Is my child just being lazy?
Posted on September 2, 2015
Is My Child Just Being Lazy or Are They Experiencing Learned Helplessness?
Often people hear the word “anxiety” and assume it’s a negative emotion. The reality is that all emotional states have their place and anxiety in small doses can actually help academic performance. If a student (young or old) experiences a mild level of anxiety toward a test for example, they are more likely to study for the test and make a real effort to do well in the test. This usually leads to improved grades. Where academic anxiety is not helpful is when it’s frequent or excessive.
Anxiety is an uncomfortable emotion. It’s our brain’s way of telling us to be cautious, or that action may need to be taken.
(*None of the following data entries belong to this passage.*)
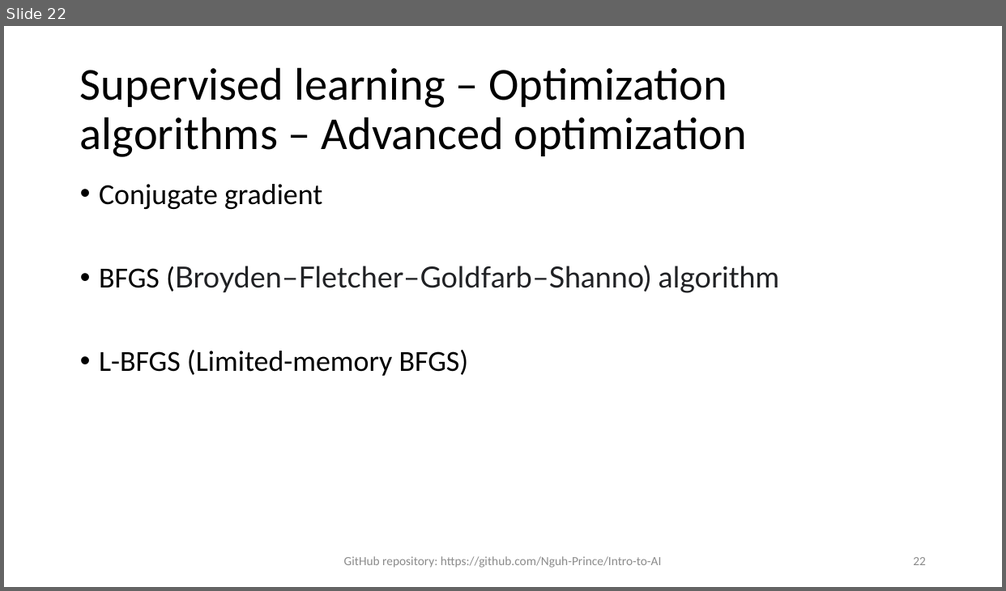
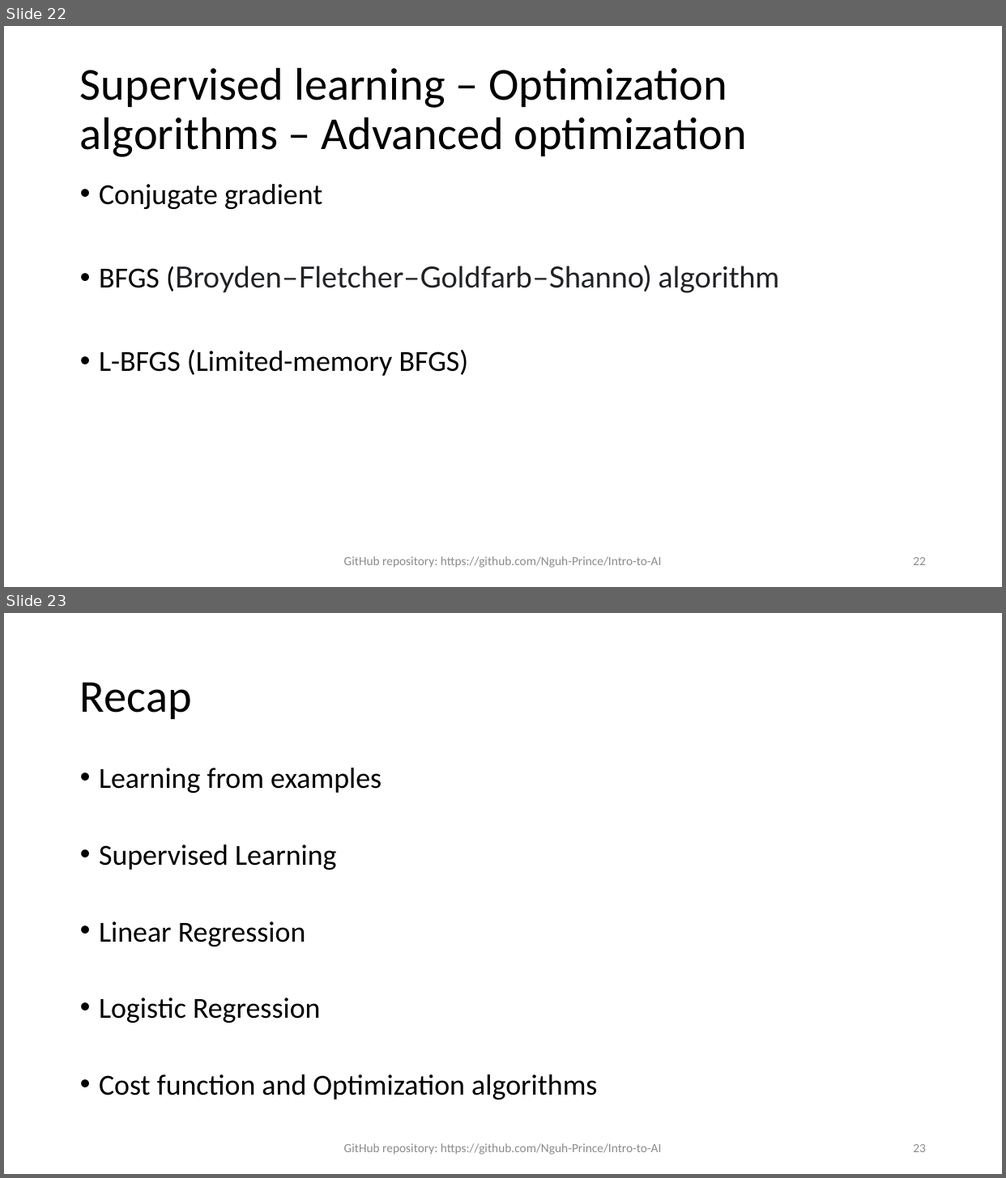
Before and after one commit to Nguh-Prince/Intro-to-AI, a slide deck: Chapter V - Learning/Chapter V Learning.pptx. Shown one above the other, each under a label of ours: slide 22 before the commit, slides 22 and 23 after it. The pictures are 1006x591 and 1006x1178 pixels, drawn with LibreOffice and Linux fonts; fonts in the diff are those of the drawing. Boxes give left, top, right and bottom in pixels: in the first picture for what was removed or moved away, otherwise in the second. Text is boxed around its words. In the diff, an @@ line names an element or a change of style, - is before the commit and + after.

Commit message:
Added linear regression notebook

```diff
--- a/Chapter V - Learning/Chapter V Learning.pptx
+++ b/Chapter V - Learning/Chapter V Learning.pptx
@@ slide 23 added at (4,613,1002,1174), background #FFFFFF @@
@@ title added at (80,682,192,719), 44 pt, text #000000 @@
+Recap
@@ text added at (99,768,597,1100), 28 pt, text #000000 @@
+• Learning from examples
+• Supervised Learning
+• Linear Regression
+• Logistic Regression
+• Cost function and Optimization algorithms
@@ text added at (344,1144,662,1155), 12 pt, text #8C8C8C @@
+GitHub repository: https://github.com/Nguh-Prince/Intro-to-AI
@@ page number added at (913,1144,926,1152), 12 pt, text #8C8C8C @@
+23
```
Also in this commit, not shown: 2 other files.

In the time of cave men anxiety would have been experienced as a way of keeping people safe, people would have felt anxious in an unfamiliar environment so as to be alert for danger. Many millennia on, our brains still work the same way. There may not be sabre toothed tigers anymore but our brains still tell us to be prepared for any perceived danger.
When we experience anxiety most of the time we will do whatever we can to stop feeling that emotion. For some people that’s tackling whatever it is head on (fight), for others it’s to retreat to perceived safety (flight), for others still the result is to do nothing, to stand perfectly still and wait for the danger to pass (freeze). All of these reactions are normal and serve their purpose.
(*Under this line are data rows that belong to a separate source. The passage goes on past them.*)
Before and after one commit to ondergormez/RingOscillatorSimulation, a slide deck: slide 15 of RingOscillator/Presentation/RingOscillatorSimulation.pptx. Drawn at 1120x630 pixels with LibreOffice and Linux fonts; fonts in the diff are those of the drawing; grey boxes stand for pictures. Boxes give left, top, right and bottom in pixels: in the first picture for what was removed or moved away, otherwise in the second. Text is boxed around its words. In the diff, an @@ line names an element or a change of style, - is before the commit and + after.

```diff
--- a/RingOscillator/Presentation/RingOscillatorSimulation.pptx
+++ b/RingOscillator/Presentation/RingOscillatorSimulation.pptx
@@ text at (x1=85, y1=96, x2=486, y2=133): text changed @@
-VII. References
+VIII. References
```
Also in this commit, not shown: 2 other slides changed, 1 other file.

When someone experiences anxiety all the time, for example a child experiencing academic anxiety everyday at school, these reactions start to look like something else. The child who goes into fight mode can appear to have behavior issues and the children who resort to flight or freeze can appear to be lazy, disinterested or disengaged. The reality is that despite what the behaviour looks like on the outside the child is simply acting in a way that makes sense to them, in all probability, especially for young children, this may be the only option they believe is open to them as they don’t see any other way of being in that moment.
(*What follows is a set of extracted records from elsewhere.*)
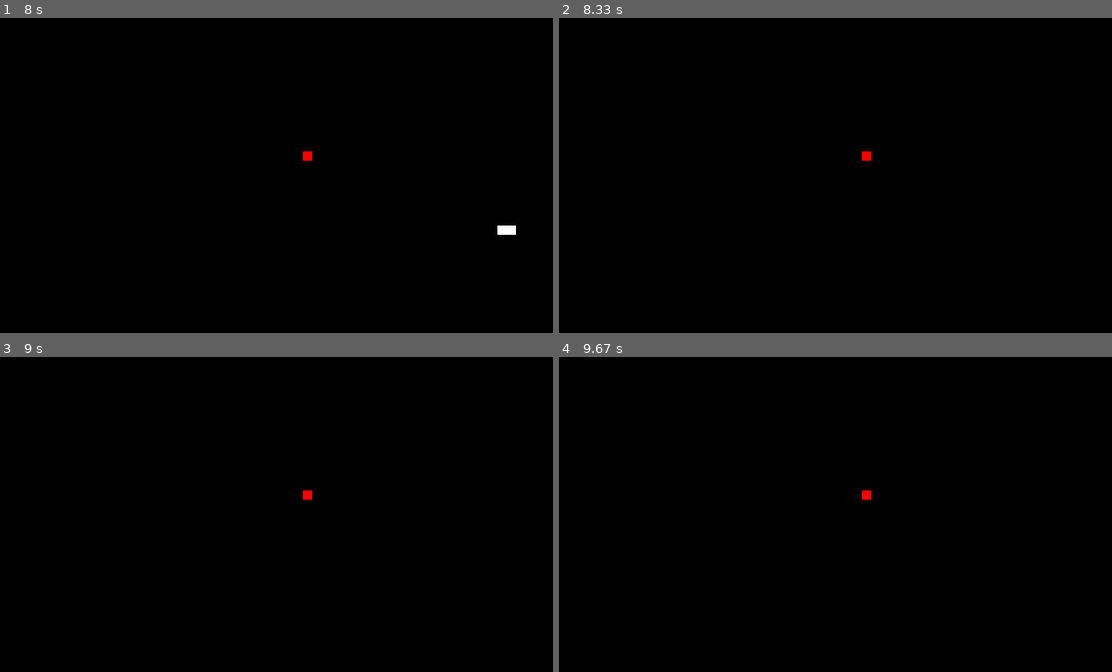
Above: before the commit, frames 1-4 (two rows, left to right).
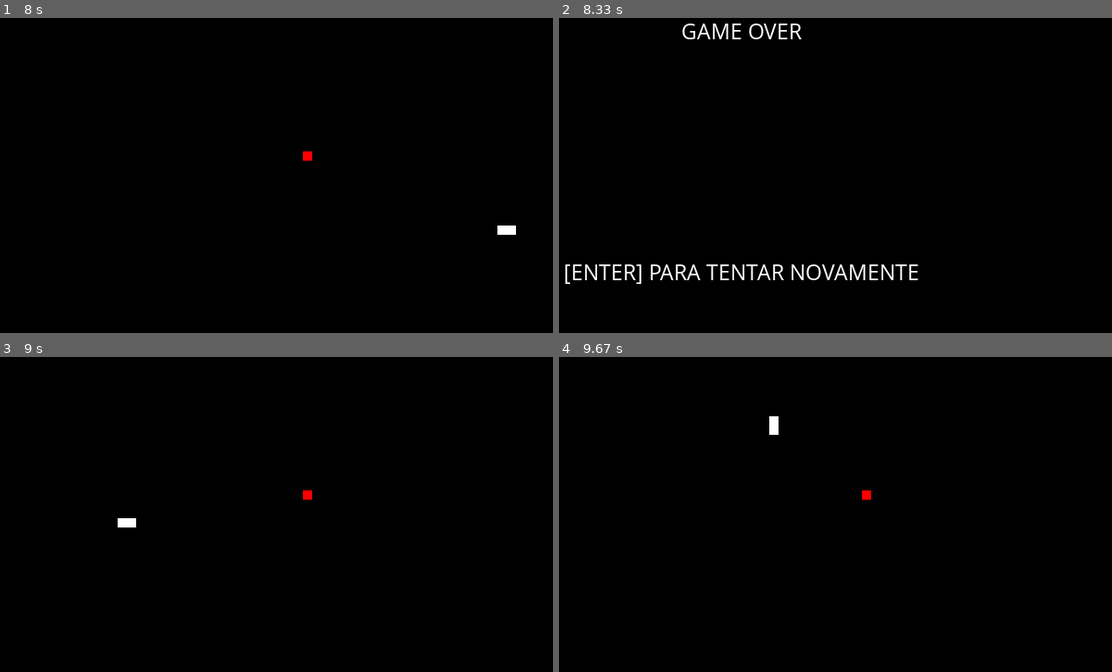
Above: after the commit, the same moments.

Repository: lucasmedeiros/pygame-minicurso
Game: pygame game, started from snake-example/snake.py
The game is run twice, just before and just after one commit, with the same random seed, the same clock (stepped at 60 frames per second) and the same inputs.
Inputs:
- Up to frame 1 (8 s): tap Space at 0.33, 2 s; tap Enter at 0.67 s; hold Down 3.4-3.87 s; hold Left 3.9-4.3 s; hold Up 4.33-4.7 s; hold Right 4.73-5.37 s; hold Down 5.4-5.77 s; hold Left 5.8-6.27 s; hold Right 6.3-6.77 s; hold Up 6.8-7.1 s; hold Right 7.13-7.6 s; hold Left from 7.63 s (still down)
- Up to frame 2 (8.33 s): release Left at 8.17 s
- Up to frame 3 (9 s): tap Enter at 8.53 s
- Up to frame 4 (9.67 s): hold Up from 9.3 s (still down)

Frame 1 is identical in both runs. In frame 2, 1.7% of the frame differs, in the area x 1-65%, y 1-85%; in frame 3, 0.1%; in frame 4, 0.1%.

Commit message:
finaliza implementação do jogo de snake

Diff:
--- a/snake-example/snake.py
+++ b/snake-example/snake.py
@@ -6,6 +6,10 @@
 # assigning values for useful constants
 WIDTH = 800
 HEIGHT = 600
+
+UPPER_BOUND_X = 790
+UPPER_BOUND_Y = 590
+LOWER_BOUND = 0
 
 COLOR_BLACK = (0, 0, 0)
 COLOR_RED = (255, 0, 0)
@@ -16,23 +20,32 @@
 DOWN = 2
 RIGHT = 3
 
+font = pygame.font.SysFont('comicsansms', 25)
+
+screen = pygame.display.set_mode((WIDTH, HEIGHT))
+pygame.display.set_caption("Minicurso Pygame - Snake")
+
+# creates a unique model for text display
 def text_objects(text, font, color):
 	text_surface = font.render(text, True, color)
 	return text_surface, text_surface.get_rect()
 
 # generates random positions for apples
 def on_grid_rand_position():
-    x = random.randint(0, 790)
-    y = random.randint(0, 590)
+    x = random.randint(LOWER_BOUND, UPPER_BOUND_X)
+    y = random.randint(LOWER_BOUND, UPPER_BOUND_Y)
+
+    # print (x)
+    # print (y)
+
+    # print (x//10 * 10)
+    # print (y//10 * 10)
 
     return (x//10 * 10, y//10 * 10)
 
 # checks collision between two cells
 def collision(c1, c2):
     return (c1[0] == c2[0]) and (c1[1] == c2[1])
-
-screen = pygame.display.set_mode((WIDTH, HEIGHT))
-pygame.display.set_caption("Minicurso Pygame - Snake")
 
 snake = [(200, 200), (210, 200), (220, 200)]
 
@@ -50,13 +63,14 @@
 
 clock = pygame.time.Clock()
 
-font = pygame.font.SysFont('comicsansms', 25)
-
 surface_gameover_text, rect_gameover_text = text_objects("GAME OVER", font, COLOR_WHITE)
 rect_gameover_text.center = ((WIDTH / 2), (HEIGHT / 15))
 
 surface_pause_text, rect_pause_text = text_objects("PAUSE", font, COLOR_WHITE)
 rect_pause_text.center = ((WIDTH / 2), (HEIGHT / 15))
+
+surface_tryagain_text, rect_tryagain_text = text_objects("[ENTER] PARA TENTAR NOVAMENTE", font, COLOR_WHITE)
+rect_tryagain_text.center = ((WIDTH / 2), (HEIGHT / 2))
 
 # game main loop
 while not close:
@@ -75,8 +89,10 @@
                 curr_direction = LEFT
             if (event.key == pygame.K_RIGHT) and (not curr_direction == LEFT):
                 curr_direction = RIGHT
-            if event.key == pygame.K_SPACE:
+            if event.key == pygame.K_SPACE and not game_over:
                 pause = (not pause)
+            if event.key == pygame.K_RETURN:
+                game_over = False
 
     if not game_over:
         if not pause:
@@ -106,12 +122,18 @@
             apple_pos = on_grid_rand_position()
             snake.append((0, 0))
 
-        screen.blit(apple, apple_pos)
+        if snake[0][0] < LOWER_BOUND or snake[0][0] > UPPER_BOUND_X or snake[0][1] < LOWER_BOUND or snake[0][1] > UPPER_BOUND_Y:
+            game_over = True
 
         for pos in snake:
             screen.blit(snake_skin, pos)
+
+        screen.blit(apple, apple_pos)
     else:
         screen.blit(surface_gameover_text, rect_gameover_text)
+        screen.blit(surface_tryagain_text, rect_tryagain_text)
+        snake = [(200, 200), (210, 200), (220, 200)]
+        curr_direction = RIGHT
 
     pygame.display.update()
     clock.tick(30)

The danger is that after a period of time (there is no set amount of time, each person is different) if they are unable to find a healthy way to manage their emotions, if they are unable to find the support from family or teachers, if they are unable to find ways to learn and fit in the child may develop learned helplessness. This is basically where the child perceives that they are helpless in any given situation. Once they perceive that they are helpless to change their circumstances a child will often give up. Why would they keep trying if they don’t perceive that there is hope?
Academic anxiety and learned helplessness can be easily dismissed as laziness. If we dismiss children who are struggling in this way as lazy then we miss the opportunity to help them to turn their limiting self-beliefs around and by doing so we miss the opportunity to help them to discover their full potential.